Goal of the exercise
Determine which lines of the records include the word "background", and copy them.

::: Data in this exercise :::

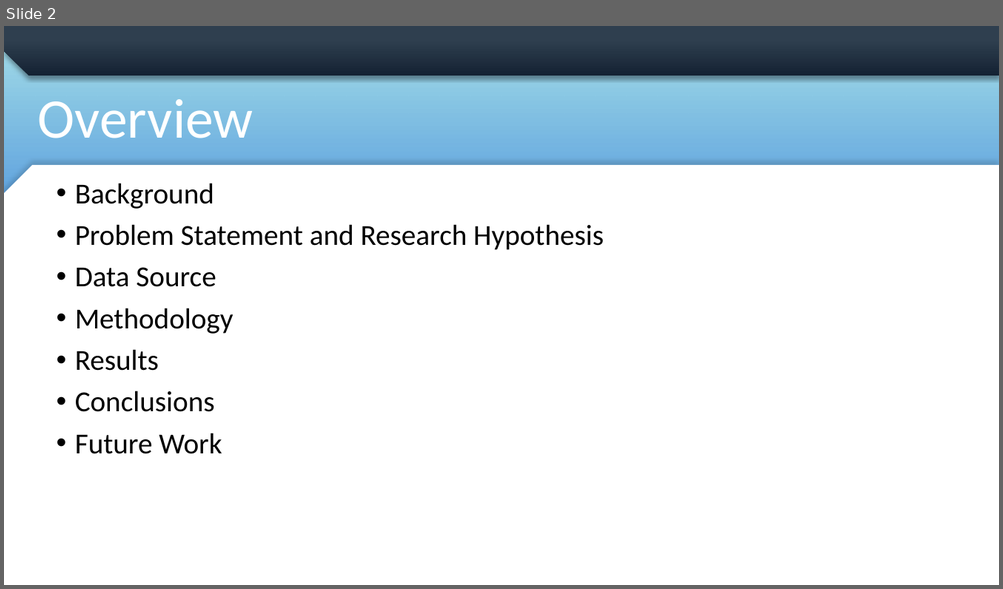
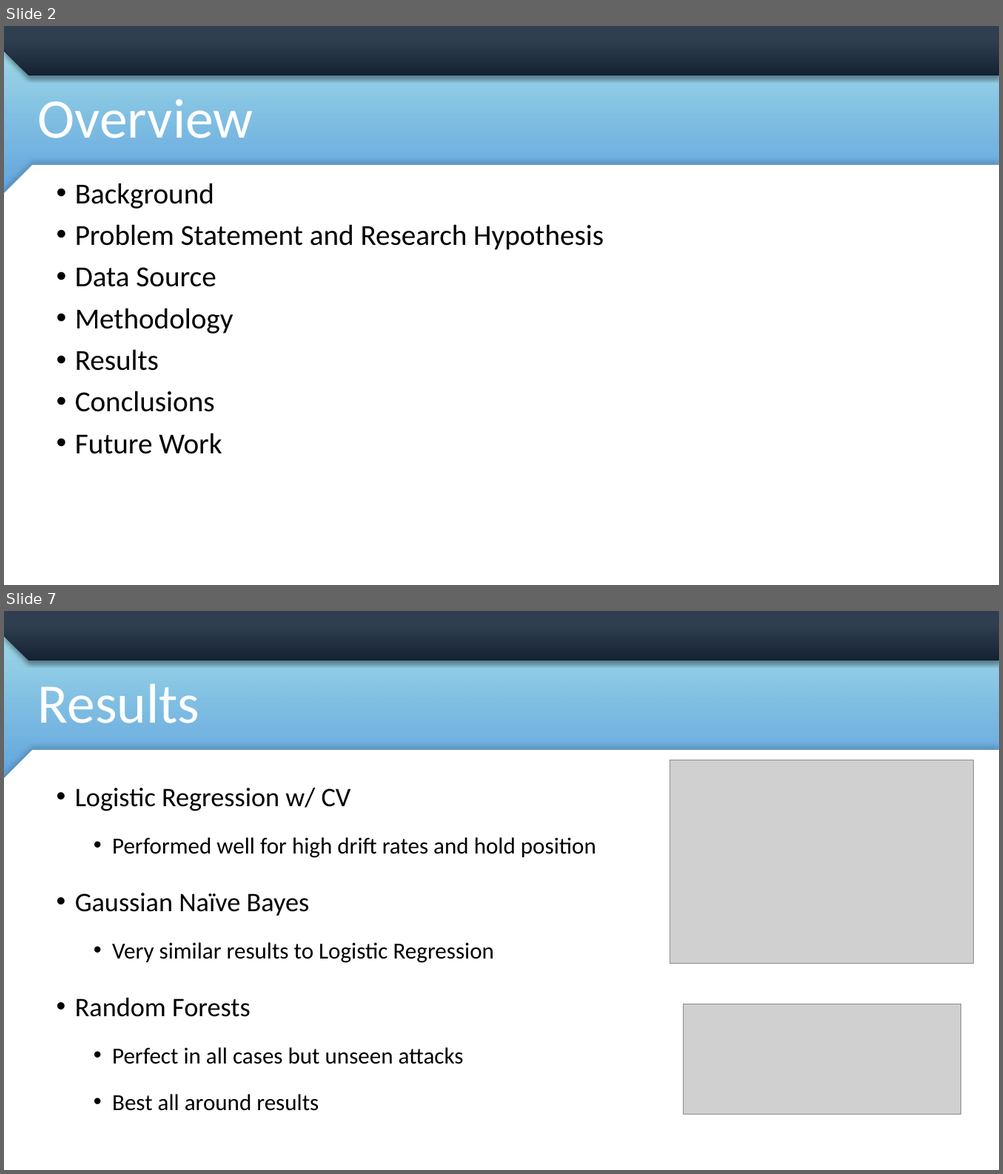
Before and after one commit to mdemore2/CSCE623, a slide deck: Project/Demore_CSCE623Proj.pptx. Shown one above the other, each under a label of ours: slide 2 before the commit, slides 2 and 7 after it; the slides between them are not shown. The pictures are 1003x589 and 1003x1174 pixels, drawn with LibreOffice and Linux fonts; fonts in the diff are those of the drawing; grey boxes stand for pictures; background and template pictures are left out. Boxes give left, top, right and bottom in pixels: in the first picture for what was removed or moved away, otherwise in the second. Text is boxed around its words. In the diff, an @@ line names an element or a change of style, - is before the commit and + after.

```diff
--- a/Project/Demore_CSCE623Proj.pptx
+++ b/Project/Demore_CSCE623Proj.pptx
@@ slide 7 added at <box>4,611,999,1170</box>, background picture (left out); not listed: 4 template elements that a slide beside it also shows @@
@@ title added at <box>38,684,200,723</box>, 54 pt, text #FFFFFF @@
+Results
@@ picture added at <box>670,760,973,964</box> @@
@@ text added at <box>75,787,596,1111</box>, 22.2 pt, text #000000 @@
+• Logistic Regression w/ CV
+  • Performed well for high drift rates and hold position
+• Gaussian Naïve Bayes
+  • Very similar results to Logistic Regression
+• Random Forests
+  • Perfect in all cases but unseen attacks
+  • Best all around results
@@ picture added at <box>683,1005,961,1116</box> @@
```
Also in this commit, not shown: 3 slides changed, 4 other slides added, 1 slide removed, 1 other file.

:::

Reply to the exercise
Before and after one commit to mdemore2/CSCE623, a slide deck: Project/Demore_CSCE623Proj.pptx. Shown one above the other, each under a label of ours: slide 2 before the commit, slides 2 and 7 after it; the slides between them are not shown. The pictures are 1003x589 and 1003x1174 pixels, drawn with LibreOffice and Linux fonts; fonts in the diff are those of the drawing; grey boxes stand for pictures; background and template pictures are left out. Boxes give left, top, right and bottom in pixels: in the first picture for what was removed or moved away, otherwise in the second. Text is boxed around its words. In the diff, an @@ line names an element or a change of style, - is before the commit and + after.
@@ slide 7 added at <box>4,611,999,1170</box>, background picture (left out); not listed: 4 template elements that a slide beside it also shows @@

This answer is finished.